**What is needed:** Give the number of lines in the records that include the word "slide", and nothing besides.

**Given entries:**
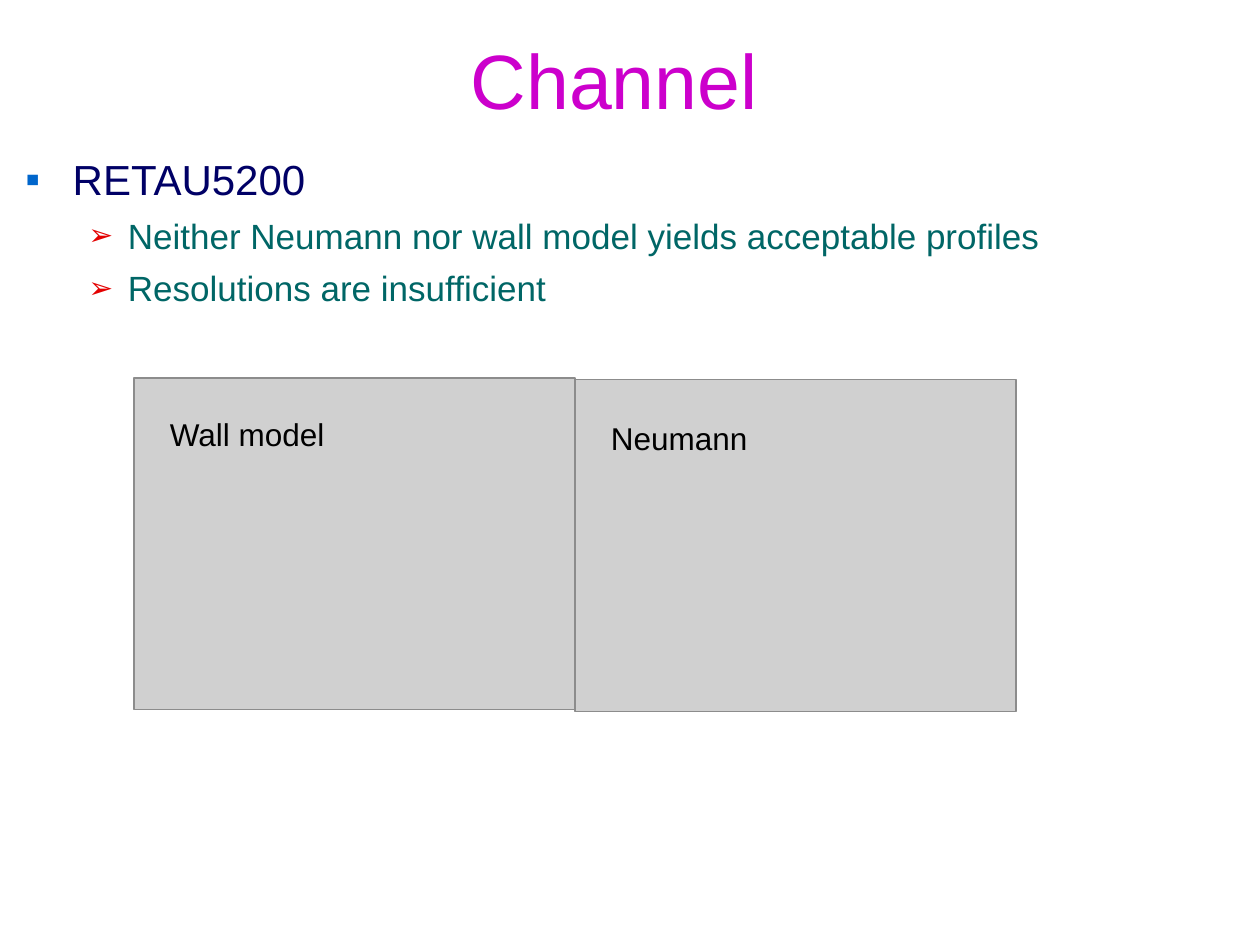
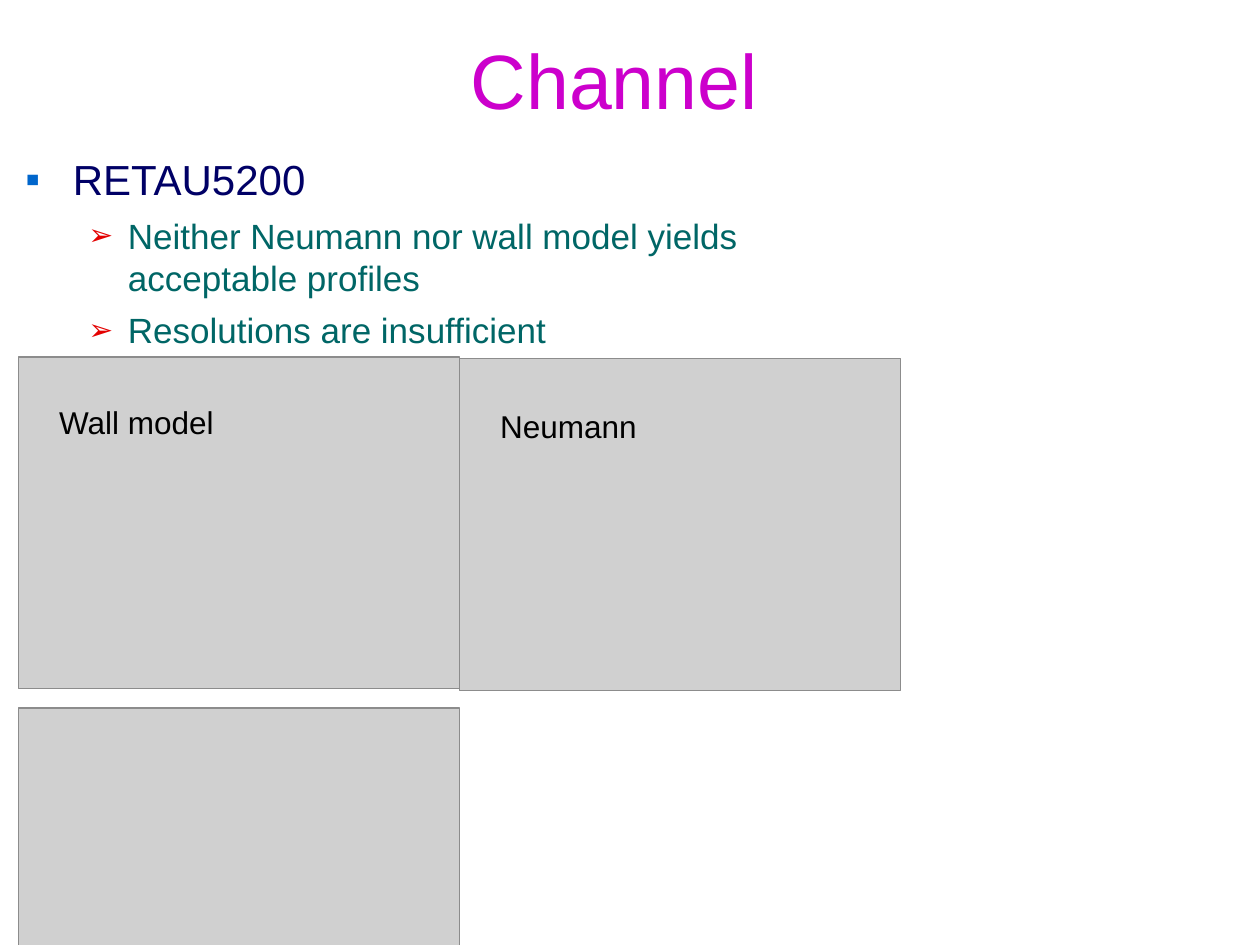
Before and after one commit to federicoVerolini/CaLES, a slide deck: slide 6 of docs/vv.pptx. Drawn at 1260x945 pixels with LibreOffice and Linux fonts; fonts in the diff are those of the drawing; grey boxes stand for pictures; background and template pictures are left out. Boxes give left, top, right and bottom in pixels: in the first picture for what was removed or moved away, otherwise in the second. Text is boxed around its words. In the diff, an @@ line names an element or a change of style, - is before the commit and + after.

```diff
--- a/docs/vv.pptx
+++ b/docs/vv.pptx
@@ text "RETAU5200" rewrapped from box(73, 165, 1039, 302) to box(73, 165, 738, 344) @@
@@ picture: place and size @@
-picture at box(134, 378, 575, 709)
+picture at box(19, 357, 460, 688)
@@ picture: place and size @@
-picture at box(575, 379, 1016, 712)
+picture at box(460, 359, 901, 692)
@@ text "Wall model": place and size @@
-text "Wall model" at box(170, 423, 325, 447)
+text "Wall model" at box(59, 411, 214, 435)
@@ text "Neumann": place and size @@
-text "Neumann" at box(611, 428, 748, 451)
+text "Neumann" at box(500, 416, 637, 439)
@@ picture added at box(19, 708, 460, 945) @@
```
Also in this commit, not shown: 1 other slide changed, 5 other files.

**Final answer:** 2